Philokalia’, volume 3, p 35:

“Suffering deliberately embraced cannot free the soul totally from sin unless the soul is also tried in the fire of suffering that comes unchosen. For the soul [‘heart’ would be better] is like a sword: if it does not go ‘through water and fire’ [Psalm 66, 12], that is, through suffering deliberately embraced and suffering that comes unchosen– it cannot but be shattered by the winds of fortune.”

The ‘wounding by the Daemonic’ encompasses the suffering that is unchosen. It has the power to destroy not only our secular but also our religious existence: it tries us in rushing water and in a raging fire that over turns all our hopes, material and spiritual, to reforge us in some manner we cannot as yet even imagine. It requires existential trust to undergo the Daemonic wound like Job, neither attributing it to an angry, even sadistic, God who punishes us for the transgression of being alive, nor cursing God and dying in a bitterness that finds being alive ridiculous. Because the Daemonic plunges us into a hurt for which we have neither defence nor explanation, most people react with either moralism or nihilism.

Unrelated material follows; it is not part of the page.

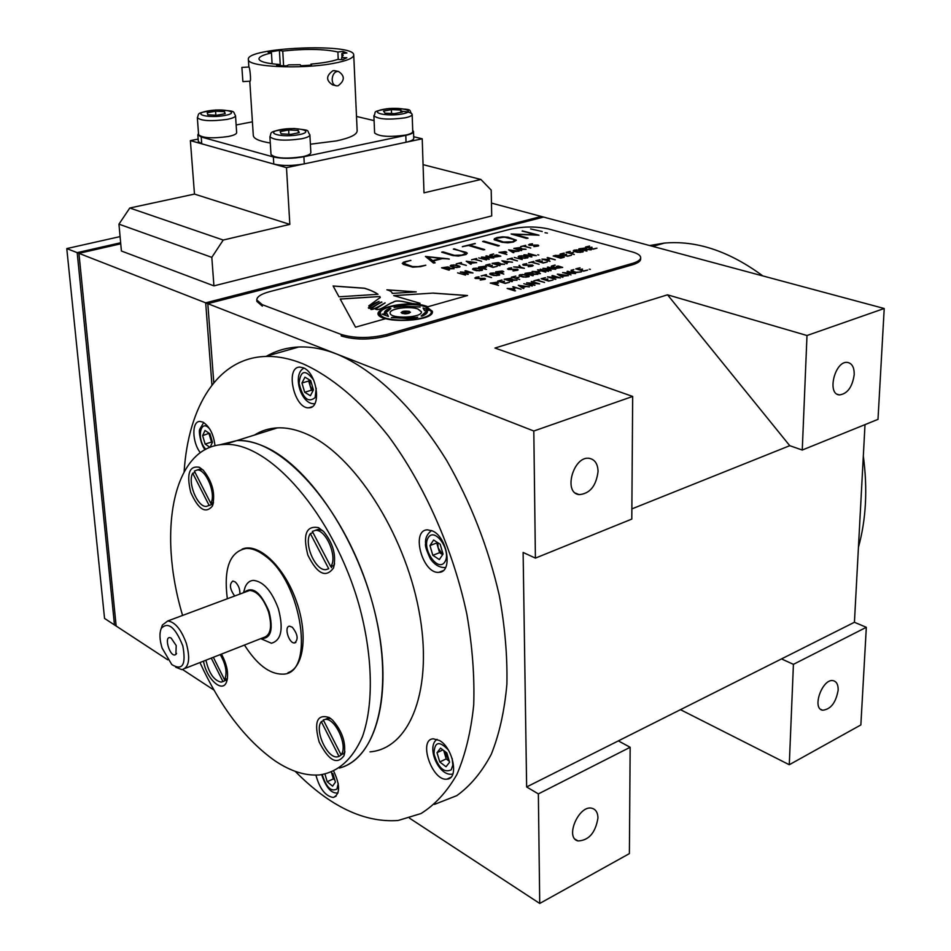<?xml version="1.0" encoding="UTF-8"?>
<svg xmlns="http://www.w3.org/2000/svg" width="951" height="951" viewBox="0 0 951 951"><rect width="100%" height="100%" fill="white"/><g stroke="black" fill="none" stroke-linecap="round" stroke-linejoin="round"><path stroke-width="1.43" d="M667.531 294.822L789.758 445.686L802.264 450.037L806.995 335.513L667.531 294.822L494.96 348.042L632.677 396.448L533.808 431.017L207.805 303.666L213.797 382.777L207.805 303.666L543.568 217.066L207.805 303.666L205.689 302.846L541.297 216.459L884.216 308.504L806.995 335.513M631.868 508.904L789.758 445.686M865.006 424.633L854.426 622.275L866.325 627.303L793.419 664.345L781.508 658.912L526.64 786.952L538.361 793.907L630.156 747.272L618.328 740.888M680.464 709.672L789.282 764.735L860.857 724.947L866.325 627.303M802.264 450.037L877.999 419.367L884.216 308.504M409.524 818.169L539.728 903.45L629.396 853.606L630.156 747.272M597.953 817.991C597.834 812.808 595.98 809.622 592.414 808.409C579.373 803.761 564.3 837.807 578.018 840.946C588.812 840.482 595.457 832.826 597.953 817.991M539.728 903.45L538.361 793.907M632.677 396.448L631.797 519.08L535.401 558.118L523.121 552.448L526.64 786.952M535.401 558.118L533.808 431.017M598.06 471.434C597.787 463.969 594.957 459.618 589.572 458.406C573.667 455.053 562.754 492.939 579.1 494.627C589.87 493.747 596.182 486.02 598.06 471.434M854.212 374.694C854.319 367.443 852.096 363.353 847.555 362.438C835.014 360.298 826.526 394.32 839.412 394.927C847.412 393.833 852.346 387.093 854.212 374.694M854.426 622.275L781.508 658.912M789.282 764.735L793.419 664.345M838.152 690.153C838.283 684.827 836.714 681.689 833.445 680.738C822.734 677.623 811.393 708.507 822.603 710.231C830.722 709.41 835.905 702.718 838.152 690.153M295.19 771.332C329.902 806.472 364.185 822.853 398.029 820.511L420.924 813.58C434.952 804.879 446.922 791.862 456.86 774.53C465.348 754.832 470.971 731.628 473.717 704.917C474.656 676.577 472.385 646.454 466.917 614.536C453.389 550.07 424.526 484.855 388.388 436.022C360.786 401.037 331.221 376.382 302.905 363.781C289.734 358.491 277.264 356.054 265.519 356.459C218.076 357.921 188.369 405.994 184.137 471.648M434.452 804.391L456.765 795.654C470.341 785.918 481.86 772.105 491.322 754.202C499.346 734.089 504.529 710.754 506.895 684.185C507.477 656.154 504.933 626.566 499.287 595.433C488.303 547.479 470.769 502.508 446.685 460.51C413.947 407.301 373.921 369.499 336.571 353.974C323.281 348.839 310.692 346.509 298.792 346.996C287.071 347.519 276.372 350.562 266.696 356.114M214.997 445.805C213.678 434.357 209.648 426.452 202.92 422.113L199.9 421.424C191.615 421.138 191.971 442.096 200.316 452.7M315.922 775.124C319.619 788.759 325.42 796.213 333.325 797.473C340.185 794.18 340.315 785.419 333.706 771.19M439.421 740.472L433.287 738.808C417.798 739.45 432.194 781.663 447.041 779.131C459.214 778.917 453.116 747.736 439.421 740.472M432.408 530.908L427.463 529.838C410.475 530.004 422.601 574.452 439.005 572.3C453.092 572.502 447.517 537.03 432.408 530.908M303.143 367.74L299.874 367.11C284.741 366.777 294.263 409.322 308.92 407.765C322.056 408.383 316.933 372.352 303.143 367.74M370.01 751.861C410.345 748.592 433.918 688.595 418.868 610.245C404.175 531.978 353.392 454.281 306.983 434.215C296.546 429.567 286.691 427.451 277.419 427.879C268.99 428.295 261.347 430.696 254.476 435.059M266.03 447.303C255.7 442.488 245.976 440.254 236.858 440.586L219.063 444.973L236.858 440.586C280.295 437.662 342.277 505.017 369.178 591.914C396.531 678.741 380.412 757.852 339.376 768.051C375.752 758.541 393.595 695.597 376.323 618.554C359.323 541.571 310.228 467.428 266.03 447.303M863.33 456.064C867.716 489.242 866.088 519.65 858.432 547.3M649.64 245.536L664.392 243.087C696.441 240.234 729.262 251.183 762.833 275.921M304.938 377.178L301.954 383.015L304.677 392.264L310.395 395.735L313.426 389.922L310.692 380.602L304.938 377.178M309.325 379.782L308.695 381.006L301.954 383.015M308.695 381.006L311.405 390.219L304.677 392.264M311.405 390.219L312.831 391.075M309.598 379.948L310.097 385.773L312.938 390.861M182.592 615.428C156.903 530.052 173.451 445.425 224.436 444.474C269.109 441.395 333.575 514.527 359.109 605.216C372.935 655.869 373.862 704.394 362.45 736.656C352.488 759.409 338.152 772.164 319.429 774.946C305.271 775.968 290.388 771.213 274.768 760.681C245.31 739.7 220.37 706.985 199.948 662.55M329.284 717.529C317.123 713.773 313.735 721.892 319.132 741.911C328.713 760.681 337.023 765.27 344.036 755.653C346.342 743.266 342.467 731.367 332.446 719.99L329.284 717.529M318.526 527.65C306.186 525.368 302.62 534.521 307.862 555.111C317.277 574.047 325.824 578.327 333.504 567.973C336.476 555.574 333.242 543.473 323.768 531.68L318.526 527.65M199.365 467.274C189.237 465.479 186.348 473.812 190.711 492.273C198.367 509.522 205.594 514.111 212.406 506.039C215.604 493.878 212.572 481.955 203.312 470.246L199.365 467.274M203.502 661.159C206.438 678.907 222.415 693.6 226.54 681.974C228.906 674.116 227.206 664.832 221.452 654.098M242.089 549.143C257.78 542.296 283.113 565.251 295.595 599.023C308.314 632.712 304.344 667.257 288.01 672.666M205.951 660.196C208.911 673.249 213.987 680.559 221.155 682.117L222.95 681.558L211.277 658.092M224.4 680.964L222.95 681.558M213.345 657.284L224.591 679.882C227.444 673.106 225.993 664.666 220.252 654.573M224.591 679.882L227.467 678.36M225.779 679.406L226.433 679.145M225.851 679.549L225.542 680.512M243.908 591.332L245.18 587.029C246.975 582.868 249.697 580.657 253.335 580.383C263.32 581.394 271.665 590.833 278.37 608.699C283.683 628.92 281.365 640.427 271.415 643.233L260.752 638.656M261.038 638.537C270.869 638.846 273.543 629.871 269.074 611.6C260.705 591.95 252.336 585.59 243.991 592.544M185.231 668.339L263.284 637.657C270.738 635.553 272.462 626.911 268.467 611.719C263.439 598.298 257.186 591.201 249.697 590.416L246.285 591.688M175.745 667.245L181.903 669.647C189.023 667.697 190.497 658.9 186.301 643.256C181.166 629.384 174.984 621.954 167.756 620.967L162.383 625.045L161.444 627.85M176.22 645.574L171.132 638.073C162.799 633.841 170.146 659.138 175.876 654.419L176.22 645.574M162.11 648.083L171.81 664.594C182.544 671.002 186.23 664.785 182.842 645.943C175.317 627.208 168.125 621.348 161.278 628.349C159.292 633.223 159.578 639.797 162.11 648.083M244.466 645.051C256.782 664.38 269.383 674.081 282.269 674.128C315.768 675.65 302.406 581.489 264.604 555.515C258.018 550.558 251.86 548.204 246.119 548.454C229.75 551.663 223.485 568.436 227.325 598.761M239.89 594.078C240.092 589.24 238.546 585.21 235.277 581.976L232.876 581.025C229.132 584.057 229.738 589.049 234.695 596.015M292.326 627.244L289.627 626.186C283.671 626.162 288.842 643.72 294.56 642.947C298.59 639.595 297.853 634.365 292.326 627.244M558.582 274.494L561.292 276.23L564.216 275.326M557.738 274.126L568.199 275.588L561.672 276.384L562.303 277.288L557.31 274.173L568.329 275.707M561.744 276.432L562.944 277.252M556.43 266.423L558.296 266.007L562.612 267.409L556.573 268.265L551.949 267.029L551.532 266.007L555.051 265.056L552.186 266.684L558.867 268.027L561.613 267.314L556.466 266.577L557.916 266.007M551.2 266.47L555.194 265.186M557.916 266.078L562.683 267.374M552.008 266.446L556.121 267.992L561.482 267.35M497.706 281.056L502.021 280.022L498.645 281.044L501.367 281.9L504.292 281.211L501.914 282.067L505.421 283.16L509.451 282.328L505.171 283.446L497.706 281.056M497.658 281.092L502.069 280.093M502.033 282.102L505.421 283.232L509.427 282.34M498.764 281.08L501.367 281.971L504.446 281.341M541.904 259.136L548.418 259.409M550.035 261.263L543.782 259.361M548.168 258.09L549.155 259.647L543.473 259.278L549.928 261.323L541.927 259.147L548.477 259.421L547.61 257.543L555.241 259.742L548.097 257.994L549.321 259.54M555.241 259.813L547.17 257.685M481.135 275.921L486.33 274.589L484.404 275.243L491.394 277.597L483.797 275.41L481.289 275.992L486.425 274.684M484.523 275.279L491.536 277.537M507.252 259.326L512.256 258.066L510.414 258.684L517.32 260.907L509.819 258.838L507.406 259.385L512.399 258.113M510.414 258.684L517.451 260.847M479.649 267.124L482.894 268.194L485.795 267.065L485.153 266.518L479.53 267.088L482.894 268.123L485.795 266.993M478.519 267.1L485.771 266.351L485.438 267.73L483.417 268.277L485.902 269.395L478.519 267.1L484.915 266.244L486.591 266.993M483.536 268.325L486.532 269.311M442.726 267.825L445.888 268.895L448.111 268.301L448.86 267.766L448.254 267.219L442.595 267.79L445.888 268.824L448.86 267.695M441.597 267.802L448.064 266.886L449.157 268.218L453.96 268.657L446.411 268.99L448.813 270.108L441.597 267.802L448.064 266.958L449.692 267.707M446.53 269.026L449.443 270.025M449.264 268.23L454.079 268.776M632.356 263.415C638.121 261.68 640.891 259.635 640.665 257.293C640.213 255.153 637.336 253.335 632.046 251.849L548.953 229.048C536.519 226.279 523.656 226.326 510.354 229.203L269.751 291.624C261.168 293.954 256.841 296.736 256.782 299.969L262.262 304.677L341.219 334.443C354.771 338.497 369.915 338.508 386.677 334.49L632.356 263.415L632.344 264.818C638.109 263.07 640.879 261.026 640.653 258.684L640.665 258.042M341.219 334.443L341.29 335.976C354.842 340.042 369.987 340.054 386.748 336.024L632.344 264.818M256.782 299.969L256.877 301.419L262.357 306.139L262.262 304.677M466.002 252.241L467.25 253.168L466.049 254.511L458.441 256.057L452.581 255.522L441.728 252.205L443.011 251.86L454.447 255.344L463.054 255.023L465.633 253.62L464.54 252.526L454.138 248.805L467.262 253.263M441.668 252.158L454.447 255.415L460.878 255.51L465.681 253.418M453.33 249.103L466.014 252.3M511.139 233.982L535.163 234.861M514.824 234.398L528.007 238.226M522.123 231.093L538.979 235.289M535.461 234.873L522.396 230.903L538.908 235.17L514.539 234.315L527.936 238.095L526.688 238.416L511.21 234.041L535.461 234.945M523.906 254.797L534.319 255.427M531.894 256.877L525.844 255.034M528.304 253.596L536.305 255.688M534.64 255.45L528.423 253.477L536.281 255.605L525.523 254.939L531.3 256.96L523.942 254.809L534.64 255.522M522.681 264.758L526.771 263.724M528.185 266.66L532.465 265.638M523.49 264.747L533.285 265.65M532.287 266.221L528.292 266.708L532.275 265.353L523.407 265.246L523.05 264.307L526.759 263.641L524.179 264.259L524.013 265.091L532.572 265.067L532.287 266.221M562.6 272.675L573.429 273.365M571.016 274.91L562.707 272.568L573.762 273.401L567.688 271.261L575.474 273.555L564.276 272.842M567.069 271.415L575.474 273.626M433.145 293.086L393.702 295.595L420.033 303.274C414.505 306.103 398.16 297.972 393.238 302.18C387.128 304.047 380.067 311.286 375.479 309.123L385.131 302.917C385.987 301.954 373.85 310.228 370.866 309.372C374.112 306.377 377.797 303.975 381.933 302.156C381.553 300.552 369.499 310.656 368.37 307.744L379.045 301.396L368.786 305.865L380.245 297.485L379.829 296.486L340.196 299.006L355.531 327.18L385.286 318.775C359.882 311.155 407.301 298.091 427.843 306.745L467.523 295.523L433.145 293.086L393.785 295.666M420.033 303.345L420.033 303.345C414.505 306.174 398.16 298.043 393.238 302.252C387.128 304.13 380.067 311.357 375.49 309.194L375.479 309.099M385.072 302.989C385.131 302.573 373.577 310.383 370.866 309.444L370.866 309.444M381.898 302.204C380.911 300.956 369.487 310.751 368.37 307.815L368.37 307.744M378.938 301.491L368.786 305.937M380.257 297.615L379.829 296.557L340.244 299.078M385.155 318.811C380.757 317.361 378.486 315.589 378.343 313.521M467.321 295.583L433.145 293.158M426.286 306.567C411.688 301.027 377.297 306.091 379.14 313.616C378.855 324.196 435.071 321.747 432.372 311.31L426.286 306.567M378.034 294.311C374.813 292.028 370.272 289.996 364.423 288.201L333.112 285.989L338.996 296.795L378.034 294.311M386.891 289.805C390.219 290.685 392.002 291.886 392.276 293.407L416.241 291.886L386.891 289.805M575.854 268.836L579.979 267.813L576.805 268.871L579.599 269.692L582.392 269.026L580.158 269.858L583.759 270.904L587.623 270.096L583.557 271.19L575.854 268.836M547.538 276.872L558.641 277.728L552.579 275.552L560.353 277.882L549.119 277.169L555.229 279.356L547.538 276.872M533.868 280.783L539.039 279.428L537.16 280.153L544.554 282.411L536.554 280.331L533.868 280.783M523.835 283.731L532.203 285.954L523.835 283.731M507.145 288.474L513.992 288.783L513.219 286.715L521.065 289.152L513.695 287.214L514.705 289.033L508.761 288.617L514.883 290.911L507.145 288.474L513.944 288.783M543.033 268.289L553.957 269.109L548.002 267.005L555.646 269.264L544.578 268.562L550.581 270.69L543.033 268.289M532.168 271.439L538.848 271.713L538.004 269.763L545.755 272.057L538.492 270.239L539.55 271.962L533.749 271.57L539.811 273.733L532.168 271.439M520.221 274.684L525.011 274.625L528.542 275.707L528.934 276.753L523.157 277.086L519.769 276.052L519.412 275.005L520.221 274.684M504.161 279.19L510.616 278.298L511.888 279.677L516.857 280.141L509.154 280.486L511.745 281.651L504.161 279.19M490.324 283.065L497.682 282.352L497.373 283.802L495.305 284.385L498.514 285.395L490.324 283.065M578.886 248.853L584.936 248.045L586.327 249.281L591.118 249.875L585.935 249.424L583.807 250.018L586.434 251.064L578.886 248.853M566.13 252.372L570.16 251.409L567.058 252.419L569.756 253.18L573.405 252.336L570.303 253.335L574.249 254.464L566.13 252.372M553.244 255.938L559.319 255.296L563.598 256.294L564.086 257.281L560.662 258.173L553.244 255.938M535.782 260.752L539.906 259.766L536.709 260.8L539.395 261.584L542.189 260.943L539.942 261.751L543.401 262.761L547.253 261.977L543.187 263.035L535.782 260.752M508.488 268.277L511.614 267.825L509.011 268.444L508.809 269.288L517.427 269.264L517.736 270.227L513.076 270.928L517.118 269.561L508.203 269.454L508.488 268.277M490.847 273.151L495.626 273.092L499.085 274.161L499.418 275.208L493.652 275.54L490.336 274.506L490.038 273.472L490.847 273.151M475.833 277.288L479.019 276.824L476.344 277.466L476.094 278.334L484.82 278.322L485.081 279.309L480.326 280.034L484.499 278.619L475.464 278.5L475.833 277.288M514.277 257.424L522.254 259.54M501.938 260.788L512.411 262.238L509.451 261.894L505.98 262.845L507.156 263.617L506.514 263.712L501.938 260.788M485.795 265.079L490.027 264.081L486.722 265.127L489.361 265.923L492.202 265.27L489.884 266.09L493.26 267.124L497.195 266.328L493.022 267.397L485.795 265.079M473.753 268.348L478.484 268.301L481.872 269.347L482.169 270.369L476.451 270.702L473.206 269.692L472.932 268.669L473.753 268.348M457.562 272.854L465.503 275.077M520.708 246.571L525.594 245.358L523.811 246.012L530.717 247.997L523.24 246.166L520.708 246.571M508.619 249.875L518.937 251.135L512.637 251.86L513.171 252.693L508.642 249.887L519.044 251.242M490.062 254.868L493.581 253.941L491.156 254.773L491.001 255.7L497.004 256.794L499.75 256.104L494.805 255.403L496.66 254.856L500.773 256.176L494.734 257.02L490.359 255.843L490.062 254.868M478.71 257.911L486.532 259.932L478.71 257.911M466.192 261.275L476.546 262.571L470.103 263.332L471.232 264.105L470.579 264.188L466.228 261.228L476.665 262.69M451.392 265.139L456.088 265.079L459.404 266.114L459.666 267.124L453.984 267.457L450.798 266.458L450.572 265.448L451.392 265.139M545.03 232.71L547.384 233.114L545.03 232.71M482.644 241.506L483.869 241.162L499.346 245.679L498.074 246.012L482.644 241.506M403.283 262.274L410.808 260.348L405.72 261.917L403.818 263.51L412.544 266.553L418.262 266.625L425.763 265.258L420.639 266.649L412.71 267.16L403.165 264.342L403.283 262.274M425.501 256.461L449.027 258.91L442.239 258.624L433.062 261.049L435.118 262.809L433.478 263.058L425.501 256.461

We want happiness, and in a certain sense at the end we will obtain it. God created us to share in his goodness. God offered us a soul to participate in his manner of being. But, God did something else which mostly is avoided and falsified, secularly and religiously. God put his and our happiness at ultimate risk, for the sake of what the Bible calls a ‘fearful yet wonderful’ purpose; he established between himself and us a venture with no guarantee, a suffering with no protection, to ‘try’ a deep passion of God in us and make it our deep passion too. God offered us a heart to enact his deed of sacrifice.

The Daemonic wounds us to give us a heart that is human, and the Daemonic wounds us to make that humanity divine.

Hence our passion must bear two wounds, a lesser and a greater, to fulfil its calling from God. We must allow God to wreck the life we have made in the shallows, in order to plunge us into the deep: this is the small Daemonic wound. Then we must enter the real agony and ecstasy of humanity, which is to journey, battle, suffer, in the depth for our own and the world’s redeeming, despite the cost both inner and outer: this is the great Daemonic wound. Thus our passion, in its love of God, in its love of the world, is ambivalent at depth: the heart wants to assume the way of passion but it also wants to put this way down. The way of passion was hard to bear, primordially, and has grown even harder after the Fall. Yet the Fall did not eradicate it. In one sense it has given up and given in; yet in another sense it still holds out and still tries to fulfil its calling. This divided state of the deep heart of humanity, both against and for the heart of God trying to be born in it, is the contradiction at the core of the human condition. In depth, our heart is in a Koan, and on a Cross.

–HUMAN CHARITY
The smaller Daemonic wound restores us to our fuller humanity, because it sweeps away the pinched heart that looks after itself and its own, but has no wider calling to the world and to humanity. The shallow heart is inhuman because it is parochial, suburban, caring about those who care for it, but not open to stranger or enemy. It looks after its own, and guards its little patch. It has no interest in anything at stake for the world and for humanity.

–DIVINE CHARITY
The greater Daemonic wound is that situation described by the Bible: ‘it is a fearful thing to fall into the hands of the living God.’ This restores our humanity to divinity, a divine heart in the human heart. This is ‘the Christ.’ The human heart was created to become a Christ, and it is from this we are fallen away, and it is to this we will be restored. Only God, incarnate in humanity, and going through the Koan and Cross where we are stuck and heart broken, can help us take up what we have put down, yet still yearn to carry. The Messiah, the Christ, who is God come to assume the human condition as we humanly experience it, restores us to our deepest Daemonic wound, to redeem the whole gamble, the whole agony, by which God wants us to become the heart of existence.

What, then, of the two kinds of suffering of which the Philokalia speaks? The first voluntary suffering does not accept the Daemonic in full. Only the second unchosen suffering accepts the fullness of the Daemonic. The former burns out what is false to the heart, but only the latter really tries, and is tried in, the fire of what is true to the heart at its deepest.

The first suffering is necessary to any and all authentic religion.
The second suffering is decisive for Christianity.

In Christianity, the first must lead to the second: the suffering deliberately chosen has no other justification than to point the way to and help us with the suffering not chosen.

In Christianity, what we embrace willingly is, and must be, no more than a bridge into what we embrace only unwillingly, with severe difficulty.

This is why there are those who, involuntarily thrown into the suffering that is not chosen, are closer to the spirit of Christ than many who voluntarily suffer for Christ but will not allow the Daemonic to take them where it took him.

The Daemonic took Christ out of the ascetic desert and out of the worshipping temple into the deep place, in the heart, in the world.